Data entries
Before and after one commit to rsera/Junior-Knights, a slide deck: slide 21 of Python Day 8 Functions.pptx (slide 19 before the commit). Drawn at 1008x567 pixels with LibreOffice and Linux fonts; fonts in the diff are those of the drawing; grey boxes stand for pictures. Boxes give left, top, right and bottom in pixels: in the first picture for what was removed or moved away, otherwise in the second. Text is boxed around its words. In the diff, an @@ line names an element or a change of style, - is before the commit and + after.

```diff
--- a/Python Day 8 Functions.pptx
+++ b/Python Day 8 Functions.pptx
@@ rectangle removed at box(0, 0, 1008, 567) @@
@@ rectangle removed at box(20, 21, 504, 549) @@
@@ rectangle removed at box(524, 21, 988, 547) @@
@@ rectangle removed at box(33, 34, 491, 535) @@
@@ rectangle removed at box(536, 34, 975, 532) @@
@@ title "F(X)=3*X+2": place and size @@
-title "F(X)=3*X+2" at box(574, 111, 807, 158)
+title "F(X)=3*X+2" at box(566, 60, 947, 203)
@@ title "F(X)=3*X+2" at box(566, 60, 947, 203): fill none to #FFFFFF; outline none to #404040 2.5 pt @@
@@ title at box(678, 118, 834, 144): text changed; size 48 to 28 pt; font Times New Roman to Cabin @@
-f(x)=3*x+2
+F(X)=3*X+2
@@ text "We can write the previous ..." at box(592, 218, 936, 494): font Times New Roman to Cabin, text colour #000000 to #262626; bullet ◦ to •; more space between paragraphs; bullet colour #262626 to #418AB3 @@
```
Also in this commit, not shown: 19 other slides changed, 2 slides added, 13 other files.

WORK REQUEST
Reproduce every record, matching each line exactly.

EXERCISE RESPONSE
Before and after one commit to rsera/Junior-Knights, a slide deck: slide 21 of Python Day 8 Functions.pptx (slide 19 before the commit). Drawn at 1008x567 pixels with LibreOffice and Linux fonts; fonts in the diff are those of the drawing; grey boxes stand for pictures. Boxes give left, top, right and bottom in pixels: in the first picture for what was removed or moved away, otherwise in the second. Text is boxed around its words. In the diff, an @@ line names an element or a change of style, - is before the commit and + after.

```diff
--- a/Python Day 8 Functions.pptx
+++ b/Python Day 8 Functions.pptx
@@ rectangle removed at box(0, 0, 1008, 567) @@
@@ rectangle removed at box(20, 21, 504, 549) @@
@@ rectangle removed at box(524, 21, 988, 547) @@
@@ rectangle removed at box(33, 34, 491, 535) @@
@@ rectangle removed at box(536, 34, 975, 532) @@
@@ title "F(X)=3*X+2": place and size @@
-title "F(X)=3*X+2" at box(574, 111, 807, 158)
+title "F(X)=3*X+2" at box(566, 60, 947, 203)
@@ title "F(X)=3*X+2" at box(566, 60, 947, 203): fill none to #FFFFFF; outline none to #404040 2.5 pt @@
@@ title at box(678, 118, 834, 144): text changed; size 48 to 28 pt; font Times New Roman to Cabin @@
-f(x)=3*x+2
+F(X)=3*X+2
@@ text "We can write the previous ..." at box(592, 218, 936, 494): font Times New Roman to Cabin, text colour #000000 to #262626; bullet ◦ to •; more space between paragraphs; bullet colour #262626 to #418AB3 @@
```
Also in this commit, not shown: 19 other slides changed, 2 slides added, 13 other files.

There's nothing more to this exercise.